Chimeric antigen receptor (CAR) T-cell therapy, which utilizes the patient’s living T- lymphocytes or “living drugs”, has marked a new era in the treatment of cancer. Emily Whitehead, a 6-year-old girl, was the first pediatric patient to receive CAR T-cells in 2012 at the University of Pennsylvania for refractory acute lymphoblastic leukemia (ALL). She was cured of her cancer, which garnered a lot of attention to CAR T-cells. CAR T-cell therapy has been effectively used in some blood cancers such as, relapsed or resistant B cell Acute Lymphoblastic Leukemia (ALL), multiply relapsed Myeloma and relapsed/refractory B cell Lymphomas.

In CAR T-cell therapy, the T cells undergo genetic re-engineering so that they can attack specific proteins on the surface of cancer cells and kill them. The T cells are obtained from the WBCs of the patient which are separated from the whole blood by leukapheresis. The viral transduction technique is used to modify the extracted T cells and enable expression of the chimeric antigen receptor on their surface. This entire process takes about 4 weeks. The cells are then infused back into the patient after prior conditioning for 3-4 days with reduced dose chemotherapy. The objective is to develop an environment in the body, which is conducive to proliferation and expansion of the CAR T-cells.

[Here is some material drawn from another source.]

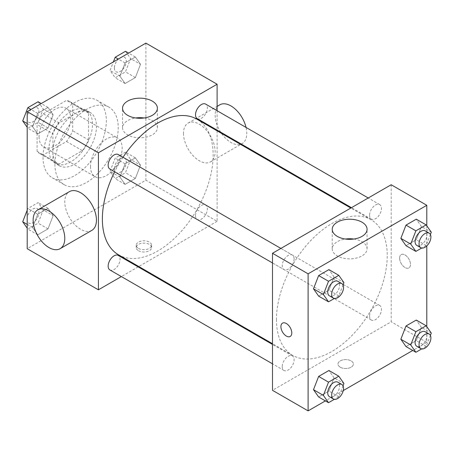 <?xml version="1.0" encoding="UTF-8"?>
<svg xmlns="http://www.w3.org/2000/svg" width="454" height="454" viewBox="0 0 454 454"><rect width="100%" height="100%" fill="white"/><g stroke="black" fill="none" stroke-linecap="round" stroke-linejoin="round"><path stroke-width="0.34" stroke-dasharray="2.27 1.7" d="M90.505 166.47A22.382 12.922 120 0 0 95.141 176.714A22.382 12.922 120 0 0 117.524 163.792A22.382 12.922 120 0 0 117.518 137.948A22.382 12.922 120 0 0 100.272 143.946A22.382 12.922 120 0 0 90.505 166.47M39.072 136.773A22.382 12.922 120 0 0 43.709 147.022A22.382 12.922 120 0 0 66.085 134.1A22.382 12.922 120 0 0 66.085 108.256A22.382 12.922 120 0 0 48.839 114.249A22.382 12.922 120 0 0 39.072 136.773M43.289 113.784L66.505 100.379A30.055 17.354 120 0 1 69.927 101.605A30.055 17.354 120 0 1 72.702 103.955L72.702 130.763A30.055 17.354 120 0 1 66.505 141.495L43.289 154.899A30.055 17.354 120 0 1 39.867 153.668A30.055 17.354 120 0 1 37.092 151.318L37.092 124.515A30.055 17.354 120 0 1 43.289 113.784L59.116 122.921L82.333 109.516L66.505 100.379M66.505 141.495L82.333 150.632L59.116 164.036L43.289 154.899M37.092 151.318L52.919 160.455L52.919 133.652L37.092 124.515M52.919 160.455A30.055 17.354 120 0 0 55.694 162.804A30.055 17.354 120 0 0 59.116 164.036M82.333 150.632A30.055 17.354 120 0 0 88.524 139.9L72.702 130.763M82.333 109.516A30.055 17.354 120 0 1 85.749 110.742A30.055 17.354 120 0 1 88.524 113.091L88.524 139.9M59.116 122.921A30.055 17.354 120 0 0 52.919 133.652M70.722 161.902A30.776 17.768 -60 0 1 55.337 163.423A30.776 17.768 -60 0 1 55.337 127.892A30.776 17.768 -60 0 1 86.107 110.123A30.776 17.768 -60 0 1 90.828 134.781A30.776 17.768 -60 0 1 70.722 161.902M74.677 164.183A30.776 17.768 120 0 0 94.784 137.068A30.776 17.768 120 0 0 90.068 112.41A30.776 17.768 120 0 0 66.352 120.65A30.776 17.768 120 0 0 52.919 151.619A30.776 17.768 120 0 0 59.292 165.71A30.776 17.768 120 0 0 74.677 164.183M88.524 113.091L72.702 103.955M43.028 157.334A44.759 25.844 120 0 0 52.301 177.82A44.759 25.844 120 0 0 97.06 151.982A44.759 25.844 120 0 0 97.06 100.294A44.759 25.844 120 0 0 62.567 112.286A44.759 25.844 120 0 0 43.028 157.334M54.9 164.183A44.759 25.844 120 0 0 64.167 184.676A44.759 25.844 120 0 0 108.932 158.832A44.759 25.844 120 0 0 108.932 107.144A44.759 25.844 120 0 0 74.433 119.141A44.759 25.844 120 0 0 54.9 164.183M140.507 165.194L135.366 178.439L125.088 184.375L119.947 177.066L125.088 163.82L135.366 157.884L140.507 165.194L135.366 178.439L125.088 184.375L119.947 177.066L125.088 163.82L135.366 157.884L140.507 165.194L130.616 159.485L125.474 172.73L115.197 178.666L110.055 171.351L115.197 158.106L125.474 152.175L130.616 159.485M140.507 64.32L135.366 77.572L125.088 83.502L119.947 76.193L125.088 62.947L135.366 57.011L140.507 64.32L135.366 77.572L125.088 83.502L119.947 76.193L125.088 62.947L135.366 57.011L140.507 64.32L130.616 58.611L125.474 71.857L115.197 77.793L110.055 70.484L113.392 61.886M145.893 43.119L145.893 180.176L27.2 248.701M53.146 215.627L48.011 228.878L37.733 234.809L32.592 227.499L37.733 214.254L48.011 208.318L53.146 215.627L48.011 228.878L37.733 234.809L32.592 227.499L37.733 214.254L48.011 208.318L53.146 215.627L43.261 209.918L38.119 223.164L27.842 229.1L27.2 228.192M53.146 114.76L48.011 128.005L37.733 133.941L32.592 126.626L37.733 113.381L48.011 107.445L53.146 114.76L48.011 128.005L37.733 133.941L32.592 126.626L37.733 113.381L48.011 107.445L53.146 114.76L43.261 109.045L38.119 122.296L27.842 128.227L27.2 127.324M217.108 130.837L217.108 221.291L145.893 180.176M217.108 221.291L138.776 266.515M138.147 266.878L121.36 276.571M138.476 250.699A7.695 4.444 0 0 0 146.858 251.664A7.695 4.444 0 0 0 151.608 247.561A7.695 4.444 0 0 0 143.918 243.117A7.695 4.444 0 0 0 136.223 247.561A7.695 4.444 0 0 0 138.476 250.699M118.596 254.864A78.332 45.224 120 0 0 196.928 209.64A78.332 45.224 120 0 0 196.928 119.186M123.017 157.277A78.332 45.224 120 0 0 114.624 171.811M217.108 110.725L217.108 130.111M197.246 118.642A8.393 4.846 120 0 0 205.639 113.795A8.393 4.846 120 0 0 205.639 104.102M195.509 215.673A8.393 4.846 120 0 0 197.246 219.515A8.393 4.846 120 0 0 205.639 214.668A8.393 4.846 120 0 0 205.639 204.975A8.393 4.846 120 0 0 199.17 207.223A8.393 4.846 120 0 0 195.509 215.673M109.891 269.948A8.393 4.846 120 0 0 118.284 265.102A8.393 4.846 120 0 0 118.278 255.409M118.278 154.542A8.393 4.846 -60 0 1 120.021 158.384A8.393 4.846 -60 0 1 116.355 166.828A8.393 4.846 -60 0 1 109.891 169.075M183.478 133.345A22.382 12.922 -120 0 0 193.251 155.87A22.382 12.922 -120 0 0 210.497 161.868A22.382 12.922 -120 0 0 210.497 136.024A22.382 12.922 -120 0 0 188.115 123.102A22.382 12.922 -120 0 0 183.478 133.345M91.804 230.394A22.382 12.922 60 0 1 69.422 217.472A22.382 12.922 60 0 1 69.422 191.628M219.764 104.829A22.382 12.922 -120 0 0 215.134 115.072A22.382 12.922 -120 0 0 224.9 137.596A22.382 12.922 -120 0 0 242.147 143.595A22.382 12.922 -120 0 0 246.051 127.438M144.179 117.978A17.422 10.056 180 0 1 157.379 127.739A17.422 10.056 180 0 1 146.625 137.029A17.422 10.056 180 0 1 127.642 134.849A17.422 10.056 180 0 1 122.54 127.739A17.422 10.056 180 0 1 135.74 117.978M138.476 248.395A7.695 4.444 0 0 0 146.858 249.359A7.695 4.444 0 0 0 151.608 245.256A7.695 4.444 0 0 0 143.918 240.813A7.695 4.444 0 0 0 136.223 245.256A7.695 4.444 0 0 0 138.476 248.395M276.452 319.508A78.332 45.224 120 0 0 292.677 355.369A78.332 45.224 120 0 0 371.009 310.144A78.332 45.224 120 0 0 371.009 219.691A78.332 45.224 120 0 0 310.649 240.677A78.332 45.224 120 0 0 276.452 319.508M294.101 258.888A8.393 4.846 -60 0 1 290.435 267.332A8.393 4.846 -60 0 1 283.971 269.58A8.393 4.846 -60 0 1 283.971 259.892A8.393 4.846 -60 0 1 292.365 255.046A8.393 4.846 -60 0 1 294.101 258.888M369.59 316.177A8.393 4.846 120 0 0 371.327 320.019A8.393 4.846 120 0 0 379.72 315.172A8.393 4.846 120 0 0 379.72 305.48A8.393 4.846 120 0 0 373.25 307.727A8.393 4.846 120 0 0 369.59 316.177M282.229 366.611A8.393 4.846 120 0 0 283.971 370.453A8.393 4.846 120 0 0 292.365 365.606A8.393 4.846 120 0 0 292.365 355.919A8.393 4.846 120 0 0 285.895 358.166A8.393 4.846 120 0 0 282.229 366.611M369.59 215.304A8.393 4.846 120 0 0 371.327 219.146A8.393 4.846 120 0 0 379.72 214.299A8.393 4.846 120 0 0 379.72 204.612A8.393 4.846 120 0 0 373.25 206.859A8.393 4.846 120 0 0 369.59 215.304M391.189 184.744L391.189 321.795L272.496 390.321M426.8 326.676L426.8 342.356L391.189 321.795M426.8 342.356L412.754 350.46M343.269 390.576L325.399 400.893M340.25 367.195A7.695 4.444 0 0 0 348.638 368.154A7.695 4.444 0 0 0 353.382 364.051A7.695 4.444 0 0 0 345.693 359.613A7.695 4.444 0 0 0 337.997 364.051A7.695 4.444 0 0 0 340.25 367.195A7.695 4.444 0 0 0 348.638 368.154A7.695 4.444 0 0 0 353.382 364.051A7.695 4.444 0 0 0 345.693 359.608A7.695 4.444 0 0 0 337.997 364.051A7.695 4.444 0 0 0 340.25 367.19M421.408 226.501L416.267 219.191L421.408 226.501L416.267 239.746L405.989 245.682L416.267 239.746L421.408 226.501L431.3 232.21M334.053 377.807L328.912 370.498L334.053 377.807L328.912 391.053L318.634 396.989L328.912 391.053L334.053 377.807L343.945 383.516M426.8 225.808L426.8 245.903M421.408 327.374L416.267 320.059L421.408 327.374L416.267 340.619L405.989 346.555L416.267 340.619L421.408 327.374L431.3 333.083M334.053 276.934L328.912 269.625L334.053 276.934L328.912 290.18L318.634 296.116L328.912 290.18L334.053 276.934L343.945 282.649M399.599 258.122A7.695 4.444 -120 0 0 402.953 265.862A7.695 4.444 -120 0 0 408.884 267.928A7.695 4.444 -120 0 0 408.884 259.041A7.695 4.444 -120 0 0 401.188 254.598A7.695 4.444 -120 0 0 399.599 258.122A7.695 4.444 -120 0 0 402.953 265.868A7.695 4.444 -120 0 0 408.878 267.928A7.695 4.444 -120 0 0 408.878 259.047A7.695 4.444 -120 0 0 401.188 254.603A7.695 4.444 -120 0 0 399.594 258.122M282.502 323.123L282.502 323.123A7.695 4.444 60 0 1 288.432 325.183A7.695 4.444 60 0 1 291.791 332.93A7.695 4.444 60 0 1 290.197 336.448L290.191 336.454M353.87 239.042A17.422 10.056 180 0 1 367.07 248.798A17.422 10.056 180 0 1 356.316 258.093A17.422 10.056 180 0 1 337.328 255.914A17.422 10.056 180 0 1 332.226 248.798A17.422 10.056 180 0 1 345.426 239.042M343.048 284.959L338.803 295.894L334.343 298.471M329.468 295.849A8.393 4.846 120 0 0 337.861 291.003A8.393 4.846 120 0 0 337.861 281.315M338.803 295.894L328.912 290.18M430.403 234.525L426.158 245.455L421.698 248.037M416.823 245.415A8.393 4.846 120 0 0 425.216 240.569A8.393 4.846 120 0 0 425.216 230.876M426.158 245.455L416.267 239.746M343.048 385.826L338.803 396.762L334.343 399.344M329.468 396.722A8.393 4.846 120 0 0 337.861 391.876A8.393 4.846 120 0 0 337.861 382.183M338.803 396.762L328.912 391.053M430.403 335.392L426.158 346.328L421.698 348.905M416.823 346.289A8.393 4.846 120 0 0 425.216 341.442A8.393 4.846 120 0 0 425.216 331.749M426.158 346.328L416.267 340.619M38.119 101.736L43.261 109.045M27.047 118.409A8.393 4.846 120 0 0 28.784 122.251A8.393 4.846 120 0 0 37.177 117.404A8.393 4.846 120 0 0 37.177 107.712A8.393 4.846 120 0 0 30.707 109.964A8.393 4.846 120 0 0 27.047 118.409M48.011 128.005L38.119 122.296M37.733 133.941L27.842 128.227M32.592 126.626L27.2 123.516M37.733 113.381L30.963 109.476M48.011 107.445L41.246 103.54M27.013 118.392A8.393 4.846 120 0 0 28.75 122.234A8.393 4.846 120 0 0 37.143 117.387A8.393 4.846 120 0 0 37.143 107.694A8.393 4.846 120 0 0 30.679 109.942A8.393 4.846 120 0 0 27.013 118.392M125.474 51.302L130.616 58.611M114.402 67.975A8.393 4.846 120 0 0 116.139 71.817A8.393 4.846 120 0 0 124.532 66.971A8.393 4.846 120 0 0 124.532 57.278A8.393 4.846 120 0 0 118.063 59.525A8.393 4.846 120 0 0 114.402 67.975M135.366 77.572L125.474 71.857M125.088 83.502L115.197 77.793M119.947 76.193L110.055 70.484M125.088 62.947L118.324 59.043M135.366 57.011L128.601 53.107M114.368 67.952A8.393 4.846 120 0 0 116.111 71.8A8.393 4.846 120 0 0 124.498 66.954A8.393 4.846 120 0 0 124.498 57.261A8.393 4.846 120 0 0 118.034 59.508A8.393 4.846 120 0 0 114.368 67.952M27.2 210.185L27.842 208.545L38.119 202.609L43.261 209.918M27.047 219.282A8.393 4.846 120 0 0 28.784 223.124A8.393 4.846 120 0 0 37.177 218.278A8.393 4.846 120 0 0 37.177 208.585A8.393 4.846 120 0 0 30.707 210.832A8.393 4.846 120 0 0 27.047 219.282M48.011 228.878L38.119 223.164M37.733 234.809L27.842 229.1M32.592 227.499L27.2 224.389M37.733 214.254L27.842 208.545M48.011 208.318L38.119 202.609M27.013 219.259A8.393 4.846 120 0 0 28.75 223.101A8.393 4.846 120 0 0 37.143 218.261A8.393 4.846 120 0 0 37.143 208.568A8.393 4.846 120 0 0 30.679 210.815A8.393 4.846 120 0 0 27.013 219.259M114.402 168.843A8.393 4.846 120 0 0 116.139 172.685A8.393 4.846 120 0 0 124.532 167.844A8.393 4.846 120 0 0 124.532 158.151A8.393 4.846 120 0 0 118.063 160.398A8.393 4.846 120 0 0 114.402 168.843M135.366 178.439L125.474 172.73M125.088 184.375L115.197 178.666M119.947 177.066L110.055 171.351M125.088 163.82L115.197 158.106M135.366 157.884L125.474 152.175M114.368 168.826A8.393 4.846 120 0 0 116.111 172.668A8.393 4.846 120 0 0 124.498 167.821A8.393 4.846 120 0 0 124.498 158.134A8.393 4.846 120 0 0 118.034 160.381A8.393 4.846 120 0 0 114.368 168.826M43.709 147.022L95.141 176.714M66.085 108.256L117.518 137.948M90.068 112.41L86.107 110.123M59.292 165.71L55.337 163.423M85.749 110.742L69.927 101.605M55.694 162.804L39.867 153.668M108.932 107.144L97.06 100.294M64.167 184.676L52.301 177.82M210.497 161.868L240.671 144.446M241.307 144.077L242.147 143.595M188.115 123.102L217.108 106.361M157.379 127.739L157.379 108.222M122.54 127.739L122.54 108.222M136.223 245.256L136.223 247.561M151.608 245.256L151.608 247.561M371.009 219.691L350.829 208.04M292.677 355.369L272.496 343.718M272.496 262.957L283.971 269.58M280.89 248.423L292.365 255.046M379.72 305.48L205.639 204.975M371.327 320.019L197.246 219.515M292.365 355.919L272.496 344.45M283.971 370.453L272.496 363.83M379.72 204.612L368.251 197.989M371.327 219.146L351.464 207.677M367.07 248.798L367.07 229.281M332.226 248.798L332.226 229.281"/><path stroke-width="0.68" d="M121.36 276.571L98.416 289.817L27.2 248.701L27.2 111.644L145.893 43.119L217.108 84.234L217.108 110.725M138.776 266.515L138.147 266.878M114.624 171.811A78.332 45.224 120 0 0 102.371 219.004A78.332 45.224 120 0 0 118.596 254.864L272.496 343.718M350.829 208.04L196.928 119.186A78.332 45.224 120 0 0 123.017 157.277M217.108 130.111L217.108 130.837M98.416 289.817L98.416 152.765L217.108 84.234M368.251 197.989L205.639 104.102A8.393 4.846 120 0 0 199.17 106.355A8.393 4.846 120 0 0 195.509 114.8A8.393 4.846 120 0 0 197.246 118.642L351.464 207.677M272.496 344.45L118.278 255.409A8.393 4.846 120 0 0 111.815 257.662A8.393 4.846 120 0 0 108.148 266.106A8.393 4.846 120 0 0 109.891 269.948L272.496 363.83M272.496 262.957L109.891 169.075A8.393 4.846 -60 0 1 109.891 159.388A8.393 4.846 -60 0 1 118.278 154.542L280.89 248.423M98.416 152.765L27.2 111.644M127.642 115.333A17.422 10.056 180 0 1 122.54 108.222A17.422 10.056 180 0 1 139.957 98.16A17.422 10.056 180 0 1 157.379 108.222A17.422 10.056 180 0 1 146.625 117.512A17.422 10.056 180 0 1 127.642 115.333M37.773 209.901L69.422 191.628A22.382 12.922 60 0 1 86.669 197.626A22.382 12.922 60 0 1 96.441 220.145A22.382 12.922 60 0 1 91.804 230.394L60.155 248.667A22.382 12.922 60 0 1 37.773 235.745A22.382 12.922 60 0 1 37.773 209.901A22.382 12.922 60 0 1 55.019 215.9A22.382 12.922 60 0 1 64.786 238.424A22.382 12.922 60 0 1 60.155 248.667M246.051 127.438A22.382 12.922 -120 0 0 219.764 104.829L217.108 106.361M135.74 117.978A17.422 10.056 180 0 1 144.179 117.978M325.399 400.893L308.107 410.881L272.496 390.321L272.496 253.27L391.189 184.744L426.8 205.299L426.8 225.808M412.754 350.46L343.269 390.576M405.989 245.682L400.854 238.373L405.989 225.122L416.267 219.191L405.989 225.122L400.854 238.373L405.989 245.682L415.881 251.391L410.739 244.082L415.881 230.836L426.158 224.9L431.3 232.21L430.403 234.525M318.634 396.989L313.493 389.68L318.634 376.428L328.912 370.498L318.634 376.428L313.493 389.68L318.634 396.989L328.526 402.698L323.384 395.389L328.526 382.143L338.803 376.207L343.945 383.516L343.048 385.826M426.8 245.903L426.8 326.676M308.107 410.881L308.107 273.824L426.8 205.299M405.989 346.555L400.854 339.24L405.989 325.995L416.267 320.059L405.989 325.995L400.854 339.24L405.989 346.555L415.881 352.264L410.739 344.955L415.881 331.704L426.158 325.773L431.3 333.083L430.403 335.392M318.634 296.116L313.493 288.806L318.634 275.561L328.912 269.625L318.634 275.561L313.493 288.806L318.634 296.116L328.526 301.825L323.384 294.515L328.526 281.27L338.803 275.334L343.945 282.649L343.048 284.959M308.107 273.824L272.496 253.27M337.328 236.398A17.422 10.056 180 0 1 332.226 229.281A17.422 10.056 180 0 1 349.648 219.225A17.422 10.056 180 0 1 367.07 229.281A17.422 10.056 180 0 1 356.316 238.577A17.422 10.056 180 0 1 337.328 236.398M291.786 332.93A7.695 4.444 60 0 1 290.191 336.454A7.695 4.444 60 0 1 282.502 332.01A7.695 4.444 60 0 1 282.502 323.129A7.695 4.444 60 0 1 288.426 325.189A7.695 4.444 60 0 1 291.786 332.93M290.197 336.448A7.695 4.444 60 0 1 282.502 332.01A7.695 4.444 60 0 1 282.502 323.123M345.426 239.042A17.422 10.056 180 0 1 353.87 239.042M334.343 298.471L328.526 301.825M341.817 283.597L337.861 281.315A8.393 4.846 120 0 0 331.392 283.563A8.393 4.846 120 0 0 327.731 292.007A8.393 4.846 120 0 0 329.468 295.849L333.423 298.136A8.393 4.846 120 0 0 341.817 293.29A8.393 4.846 120 0 0 341.817 283.597A8.393 4.846 120 0 0 335.347 285.844A8.393 4.846 120 0 0 331.687 294.294A8.393 4.846 120 0 0 333.423 298.136M323.384 294.515L313.493 288.806M328.526 281.27L318.634 275.561M338.803 275.334L328.912 269.625M421.698 248.037L415.881 251.391M429.172 233.163L425.216 230.876A8.393 4.846 120 0 0 418.753 233.129A8.393 4.846 120 0 0 415.087 241.573A8.393 4.846 120 0 0 416.823 245.415L420.779 247.697A8.393 4.846 120 0 0 429.172 242.856A8.393 4.846 120 0 0 429.172 233.163A8.393 4.846 120 0 0 422.708 235.41A8.393 4.846 120 0 0 419.042 243.855A8.393 4.846 120 0 0 420.779 247.697M410.739 244.082L400.854 238.373M415.881 230.836L405.989 225.122M426.158 224.9L416.267 219.191M334.343 399.344L328.526 402.698M341.817 384.47L337.861 382.183A8.393 4.846 120 0 0 331.392 384.43A8.393 4.846 120 0 0 327.731 392.88A8.393 4.846 120 0 0 329.468 396.722L333.423 399.004A8.393 4.846 120 0 0 341.817 394.157A8.393 4.846 120 0 0 341.817 384.47A8.393 4.846 120 0 0 335.347 386.717A8.393 4.846 120 0 0 331.687 395.162A8.393 4.846 120 0 0 333.423 399.004M323.384 395.389L313.493 389.68M328.526 382.143L318.634 376.428M338.803 376.207L328.912 370.498M421.698 348.905L415.881 352.264M429.172 334.036L425.216 331.749A8.393 4.846 120 0 0 418.753 333.996A8.393 4.846 120 0 0 415.087 342.447A8.393 4.846 120 0 0 416.823 346.289L420.779 348.57A8.393 4.846 120 0 0 429.172 343.723A8.393 4.846 120 0 0 429.172 334.036A8.393 4.846 120 0 0 422.708 336.283A8.393 4.846 120 0 0 419.042 344.728A8.393 4.846 120 0 0 420.779 348.57M410.739 344.955L400.854 339.24M415.881 331.704L405.989 325.995M426.158 325.773L416.267 320.059M27.2 127.324L22.7 120.917L27.842 107.672L38.119 101.736L41.246 103.54M27.2 123.516L22.7 120.917M30.963 109.476L27.842 107.672M113.392 61.886L115.197 57.238L125.474 51.302L128.601 53.107M118.324 59.043L115.197 57.238M27.2 228.192L22.7 221.79L27.2 210.185M27.2 224.389L22.7 221.79M240.671 144.446L241.307 144.077"/></g></svg>

The CAR T-cells remain in the body for a long time and kill residual cancers and may even cure resistant cancers. CAR T-cell therapy has been successfully used to treat multiple myeloma, leukemias like B cell acute lymphoblastic leukemia and B cell lymphomas like diffuse large B cell lymphoma, mantle cell lymphoma, follicular lymphoma. Will CAR T-cell therapy be of help in a specific situation is a decision to be taken in consultation with the treating oncologist. In the United States, this therapy costs crores of rupees. Keeping with the spirit of the Make in India initiative, researchers at IIT Mumbai and Advanced Centre for Treatment, Research and Education in Cancer (ACTREC) at Tata Memorial Hospital in Mumbai are working to develop indigenous CAR T-cells at 1/10th of this cost. The end goal must be to make this treatment accessible and also more affordable to the majority of people; this requires development of “Institutional CAR T-cells”.

The times are just right for indigenous research and development. They have never been better.

Development of new and better treatment options will not only help patients in our country, global patients too can benefit from these innovations.